A physical trauma or a serious illness can render you temporarily “locked in”. Nevertheless, there are things that you want to know and things you want to communicate to others. Imagine waking up in an intensive care unit, hooked up to a ventilator and unable to move. You can make out that there are a number of people around you engaged in a range of activities and in conversations about you and about the interventions they are putting in place. How would you get their attention and once you got their attention, how would you communicate with them to find out where you are and what is going on? You want them to know that your mind is intact even if your body is not. You want them to treat you not just your body and most importantly you want to have some control over what kind of care you receive. The outcome of care is not just a function of the medical procedures and technical skills of our caregivers, but on our ability to be active participants in our care. Without effective patient-provider communication we cannot describe our symptoms and so run the risk of experiencing an adverse medical event that can lengthen our hospital stay or lead to a log term disability or even death.
We all want and believe that we can exercise the autonomy we had before the accident or disease limited our ability to speak and move, If we hadn’t planned ahead and had not prepared an advanced medical directive, how would we let folks know what we wanted.
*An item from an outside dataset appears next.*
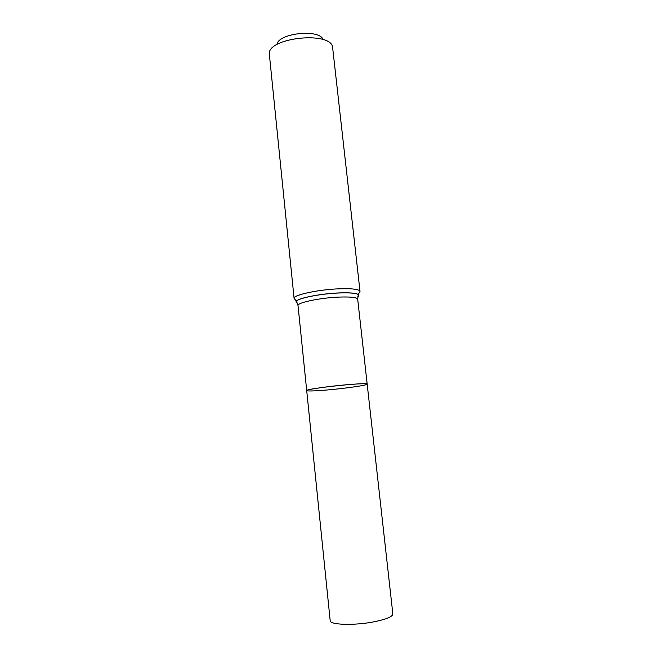 <?xml version="1.0" encoding="UTF-8"?>
<svg xmlns="http://www.w3.org/2000/svg" width="662" height="662" viewBox="0 0 662 662"><rect width="100%" height="100%" fill="white"/><g stroke="black" fill="none" stroke-linecap="round" stroke-linejoin="round"><path stroke-width="0.99" d="M326.027 390.075C344.604 388.536 367.807 385.218 367.178 384.134C368.858 381.817 304.57 388.693 306.705 390.597C307.54 391.242 313.987 391.077 326.027 390.075M323.097 39.612C319.754 28.648 277.932 33.117 276.981 44.544M360.02 291.379L332.498 46.423C328.683 31.329 269.773 37.626 269.235 53.183L294.094 298.43C292.728 295.087 318.348 289.509 339.432 288.798C352.374 288.409 359.234 289.269 360.02 291.379L358.283 294.474C359.218 295.12 359.044 295.881 357.77 296.742M348.56 384.589C360.385 383.637 366.591 383.488 367.178 384.134L392.847 613.972C392.616 616.661 386.451 619.251 374.353 621.742C354.658 625.706 329.651 624.945 330.181 620.666L306.705 390.597C305.67 389.587 329.337 386.153 348.56 384.589M357.761 296.766C359.011 295.914 359.168 295.169 358.241 294.524C355.842 293.125 349.503 292.604 339.234 292.976C321.277 293.638 298.893 297.974 296.502 301.119L296.444 301.078C295.674 301.913 295.997 302.617 297.428 303.188C296.046 302.642 295.732 301.946 296.502 301.119L298.024 305.579C296.824 302.716 320.003 297.809 339.043 297.089C350.769 296.684 356.983 297.387 357.695 299.207L367.178 384.134M294.094 298.43L296.444 301.078C298.843 297.933 321.26 293.58 339.242 292.918C349.528 292.554 355.875 293.067 358.283 294.474L357.695 299.207M298.024 305.579L306.705 390.597"/></g></svg>

Or if we did have an advance medical directive on file, how would we let people know that we wanted them to follow it or that we wanted to make some changes.
Without an effective channel of communication, it is difficult for our caregivers to assess us and determine whether we are competent to participate in medical decision making and take an active role in our rehabilitation. The first and most rudimentary attempt at gauging our competence is to be able to somehow demonstrate that we can reliably respond to questions that only require a yes or no response. When you can’t speak, gauging your competence can be challenging. Good bedside practice should have caregivers try to identify a reliable way for their patient to indicate a yes and no response. Depending on how severely “locked in” you are, you could indicate yes and know with a thumbs up or down, one or two hand squeezes, or by looking up or down. To be effectively used everyone you interact with must be able to recognize which gesture you intended to produce. Sadly, producing two distinguishable gesture may be beyond what many ICU patients are capable of producing. But even if you can produce such yes/no gestures you still may have no effective way to summon your nurse if you are in pain or need something.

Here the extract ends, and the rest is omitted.